A New Era in Tendon Research

For decades, the biology of tendons remained in the background of musculoskeletal research. Bones and muscles took center stage, while tendons were seen as passive tissues — useful, but not particularly interesting from a cellular standpoint. That’s rapidly changing, thanks to work from CMSR and a small number of other global research centers.

“The epitenon contains a cell population that we knew was important, but could not target,” said Nichols. Now, not only have they figured out how to find these cells — they’ve demonstrated how to control their impact on healing.

The implications stretch beyond hand injuries. Tendon damage occurs in a wide range of contexts: from rotator cuff tears to Achilles tendon ruptures to sports injuries and age-related degeneration. Understanding how to modulate healing could improve outcomes for millions of people, particularly those whose injuries currently result in long-term disability or repeated surgeries.

Next Steps Toward Treatment

Although the study’s results are preliminary and focused on mice, they open a clear avenue for developing drugs or gene therapies that can be applied during a specific healing window to minimize scarring and improve recovery. Timing and location are critical — as the team discovered, removing too many of the wrong cells or acting at the wrong stage of healing could have unintended consequences.

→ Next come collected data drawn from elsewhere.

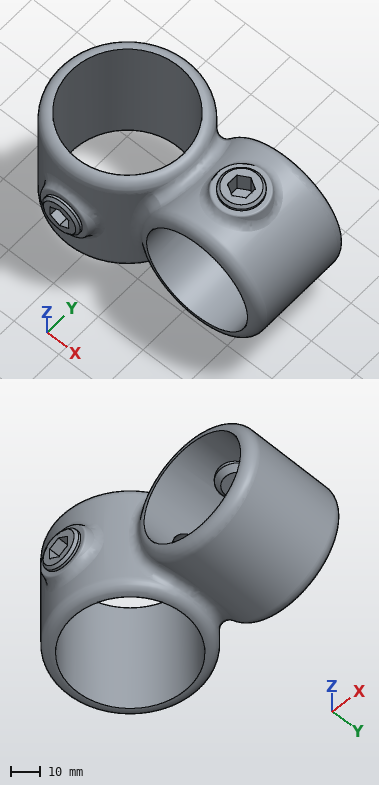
import cadquery as cq
import math

OVERALL_LENGTH = 108.3

VERTICAL_RADIUS = 30.0
VERTICAL_BORE_RADIUS = 25.0
VERTICAL_LENGTH = 50.7

HORIZONTAL_RADIUS = 27.4
HORIZONTAL_BORE_RADIUS = 22.5
HORIZONTAL_LENGTH = 45.0

AXIS_SPACING = OVERALL_LENGTH - VERTICAL_RADIUS - HORIZONTAL_RADIUS
END_ROUNDING = 4.5
JUNCTION_FILLET = 3.6
PASSAGE_RADIUS = 8.9

BOSS_RISE = 2.4
BOSS_TOP_RADIUS = 10.6
BOSS_DRAFT_ANGLE = 18.0
BOSS_ROOT_FILLET = 4.2
BOSS_EDGE_ROUNDING = 0.8
BOSS_REACH = 14.6
BOSS_EXCESS = 4.3

SCREW_RADIUS = 8.3
SCREW_LENGTH = 13.0
SCREW_RISE = 4.4
SCREW_HEAD_CHAMFER = 1.1
SCREW_POINT_RADIUS = 6.2
SCREW_POINT_LENGTH = 2.3
SOCKET_ACROSS_FLATS = 8.2
SOCKET_DEPTH = 8.1


def screw_plane(height):
    """Plane across the screw axis, at a height above the sleeve axis."""
    return cq.Workplane(cq.Plane(origin=(0, -height, 0), xDir=(1, 0, 0), normal=(0, -1, 0)))


def place_horizontal(shape):
    """Lay the sleeve axis along Y with its screw side up, beside the vertical sleeve."""
    return shape.rotate((0, 0, 0), (1, 0, 0), -90).translate((AXIS_SPACING, 0, 0))


def drafted_boss(sleeve_radius):
    """Conical boss from inside the sleeve to BOSS_EXCESS above its final top."""
    base_height = sleeve_radius / 2
    top_height = sleeve_radius + BOSS_RISE
    slope = math.tan(math.radians(BOSS_DRAFT_ANGLE))
    base_radius = BOSS_TOP_RADIUS + slope * (top_height - base_height)
    boss_height = top_height + BOSS_EXCESS - base_height
    return screw_plane(base_height).circle(base_radius).extrude(boss_height, taper=BOSS_DRAFT_ANGLE)


def solid_sleeve(radius, length):
    """Unbored sleeve with rounded ends and a boss that is filleted at its root and faced off flat."""
    body = cq.Workplane("XY").cylinder(length, radius).edges("%CIRCLE").fillet(END_ROUNDING)
    body = body.union(drafted_boss(radius))
    body = body.edges("%BSPLINE").fillet(BOSS_ROOT_FILLET)
    body = body.cut(screw_plane(radius + BOSS_RISE).circle(BOSS_REACH).extrude(2 * BOSS_EXCESS))
    return body.faces("<Y").edges().fillet(BOSS_EDGE_ROUNDING)


def sleeve_cavity(bore_radius, sleeve_radius, length):
    """Bore of a sleeve together with its screw hole."""
    bore = cq.Workplane("XY").cylinder(length, bore_radius)
    screw_hole = screw_plane(0).circle(SCREW_RADIUS).extrude(sleeve_radius + 2 * BOSS_RISE)
    return bore.union(screw_hole)


def make_housing():
    vertical = solid_sleeve(VERTICAL_RADIUS, VERTICAL_LENGTH)
    horizontal = place_horizontal(solid_sleeve(HORIZONTAL_RADIUS, HORIZONTAL_LENGTH))
    housing = vertical.union(horizontal)

    junction_zone = cq.selectors.BoxSelector(
        (BOSS_REACH, -VERTICAL_RADIUS, -HORIZONTAL_RADIUS),
        (AXIS_SPACING - BOSS_REACH, VERTICAL_RADIUS, HORIZONTAL_RADIUS),
    )
    housing = housing.edges("%BSPLINE").edges(junction_zone).fillet(JUNCTION_FILLET)

    vertical_cavity = sleeve_cavity(VERTICAL_BORE_RADIUS, VERTICAL_RADIUS, VERTICAL_LENGTH)
    horizontal_cavity = sleeve_cavity(HORIZONTAL_BORE_RADIUS, HORIZONTAL_RADIUS, HORIZONTAL_LENGTH)
    passage = cq.Workplane("YZ").circle(PASSAGE_RADIUS).extrude(AXIS_SPACING)
    return housing.cut(vertical_cavity).cut(place_horizontal(horizontal_cavity)).cut(passage).solids()


def make_set_screw(sleeve_radius):
    """Screw with a chamfered head, a conical point and a hexagon socket."""
    head_height = sleeve_radius + SCREW_RISE
    shank = screw_plane(head_height - SCREW_LENGTH).circle(SCREW_RADIUS).extrude(SCREW_LENGTH)
    shank = shank.faces("<Y").chamfer(SCREW_HEAD_CHAMFER)
    shank = shank.faces(">Y").chamfer(SCREW_POINT_LENGTH, SCREW_RADIUS - SCREW_POINT_RADIUS)
    socket = (
        screw_plane(head_height - SOCKET_DEPTH)
        .polygon(6, SOCKET_ACROSS_FLATS, circumscribed=True)
        .extrude(SOCKET_DEPTH)
    )
    return shank.cut(socket)


housing = make_housing()
set_screws = [make_set_screw(VERTICAL_RADIUS), place_horizontal(make_set_screw(HORIZONTAL_RADIUS))]

result = cq.Compound.makeCompound([housing.val(), *[screw.val() for screw in set_screws]])

Still, the progress is significant. This research redefines our understanding of tendon recovery and lays the foundation for targeted interventions that were once thought impossible.

The study was supported by the National Institute of Arthritis and Musculoskeletal and Skin Diseases (NIAMS), a division of the NIH. Alongside Nichols, contributors included Lauren Benoodt, Emmanuella Adjei-Sowah, Kyle Jerreld, Alexander Kollar, Constantinos Ketonis, and Alayna E. Loiselle — all researchers committed to revealing the hidden complexity of the body’s most underrated tissue.

As Nichols and her team continue to trace the healing journey of individual cells, their work promises to offer new hope for patients facing painful recoveries and uncertain outcomes. With further research, the idea of retraining cells for better healing may no longer be science fiction — but standard care.